Montana is burning. So are many other states in the west, but I’m in Montana and I can see first hand that Montana is burning. Already it’s gone on far longer than normal and has reached the point where I’ve almost become used to it.
If you can call the continual low-level headaches, scratchy throat, and cough we’re all fighting “used to it.”
When I find myself complaining too much I remember there are people losing their homes and I should be grateful I’m not. I’m also thankful there are those healthier than me who are helping fight the fires and treat the injured.
Last I counted there were eight separate fires ringing Missoula. I’m in no immediate danger, but they’ve called for evacuating Seeley to the north and the only change each day is the air’s shade of brown.
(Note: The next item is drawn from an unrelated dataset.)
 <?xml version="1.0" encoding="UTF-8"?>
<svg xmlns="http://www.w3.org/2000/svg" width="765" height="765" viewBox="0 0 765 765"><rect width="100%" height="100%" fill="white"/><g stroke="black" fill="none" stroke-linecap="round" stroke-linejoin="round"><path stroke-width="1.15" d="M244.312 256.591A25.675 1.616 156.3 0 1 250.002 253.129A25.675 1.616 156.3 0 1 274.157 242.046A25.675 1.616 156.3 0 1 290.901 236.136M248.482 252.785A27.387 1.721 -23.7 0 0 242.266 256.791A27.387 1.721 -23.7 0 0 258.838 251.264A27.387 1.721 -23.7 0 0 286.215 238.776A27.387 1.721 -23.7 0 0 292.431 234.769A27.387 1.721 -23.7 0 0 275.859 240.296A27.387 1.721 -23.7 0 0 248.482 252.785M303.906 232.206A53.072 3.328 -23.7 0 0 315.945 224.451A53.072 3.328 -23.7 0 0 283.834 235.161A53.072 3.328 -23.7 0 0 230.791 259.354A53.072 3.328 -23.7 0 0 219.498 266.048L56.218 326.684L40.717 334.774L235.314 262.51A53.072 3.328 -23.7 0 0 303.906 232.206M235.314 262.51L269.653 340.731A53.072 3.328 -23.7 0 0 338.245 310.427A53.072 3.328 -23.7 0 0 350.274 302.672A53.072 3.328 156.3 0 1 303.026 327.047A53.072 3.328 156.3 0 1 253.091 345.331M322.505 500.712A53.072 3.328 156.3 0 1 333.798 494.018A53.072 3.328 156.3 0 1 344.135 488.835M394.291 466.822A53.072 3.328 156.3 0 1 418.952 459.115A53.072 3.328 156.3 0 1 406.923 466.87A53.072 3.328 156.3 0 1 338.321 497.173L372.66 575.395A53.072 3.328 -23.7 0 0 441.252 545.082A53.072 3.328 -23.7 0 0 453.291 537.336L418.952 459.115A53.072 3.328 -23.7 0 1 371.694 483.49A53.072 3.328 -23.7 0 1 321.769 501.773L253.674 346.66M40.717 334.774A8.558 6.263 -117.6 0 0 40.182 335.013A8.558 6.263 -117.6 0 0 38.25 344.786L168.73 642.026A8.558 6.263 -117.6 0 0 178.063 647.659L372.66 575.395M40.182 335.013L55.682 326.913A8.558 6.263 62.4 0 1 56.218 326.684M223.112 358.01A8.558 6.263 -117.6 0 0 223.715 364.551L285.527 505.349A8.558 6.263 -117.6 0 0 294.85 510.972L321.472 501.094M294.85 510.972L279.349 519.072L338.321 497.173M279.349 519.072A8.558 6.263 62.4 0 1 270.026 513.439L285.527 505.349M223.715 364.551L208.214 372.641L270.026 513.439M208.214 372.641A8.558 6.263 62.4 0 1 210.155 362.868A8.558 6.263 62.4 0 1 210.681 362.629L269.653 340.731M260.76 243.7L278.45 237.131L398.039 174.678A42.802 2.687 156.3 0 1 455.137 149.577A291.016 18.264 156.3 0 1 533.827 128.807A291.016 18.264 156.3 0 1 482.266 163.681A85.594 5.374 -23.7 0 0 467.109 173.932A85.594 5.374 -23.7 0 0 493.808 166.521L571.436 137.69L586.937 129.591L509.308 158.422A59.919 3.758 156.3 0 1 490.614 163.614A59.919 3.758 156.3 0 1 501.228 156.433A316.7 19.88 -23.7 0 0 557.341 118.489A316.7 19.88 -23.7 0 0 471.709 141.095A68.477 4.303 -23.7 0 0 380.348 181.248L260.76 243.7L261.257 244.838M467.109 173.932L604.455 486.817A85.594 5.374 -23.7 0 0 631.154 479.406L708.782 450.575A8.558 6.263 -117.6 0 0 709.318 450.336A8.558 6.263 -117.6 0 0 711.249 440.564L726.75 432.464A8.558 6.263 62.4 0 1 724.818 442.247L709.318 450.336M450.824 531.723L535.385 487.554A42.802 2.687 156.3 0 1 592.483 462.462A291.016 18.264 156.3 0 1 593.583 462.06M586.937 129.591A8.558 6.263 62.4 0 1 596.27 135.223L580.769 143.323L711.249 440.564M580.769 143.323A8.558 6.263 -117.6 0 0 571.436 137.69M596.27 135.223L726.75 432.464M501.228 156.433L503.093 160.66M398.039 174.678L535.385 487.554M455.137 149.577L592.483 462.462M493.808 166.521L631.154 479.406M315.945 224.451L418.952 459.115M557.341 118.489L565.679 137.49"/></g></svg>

Hot, dry weather year after year. Meanwhile, the glaciers in Glacier National Park grow steadily smaller.
This all came to mind today on my way to the store. I stopped while children disembarked from a school bus, their hazy figures gray in the smog. The mountains in the distance…well, I haven’t seen them in a while. A long while. Not clearly, anyway.
A few minutes later I passed college students on bikes—wearing masks. Each year the glaciers shrink and less snow accumulates. Each year there’s more drought, more heat, more fire. After 2015 I stopped taking pictures of the smoke.
Meanwhile, I hear the same thing is happening—in Greenland.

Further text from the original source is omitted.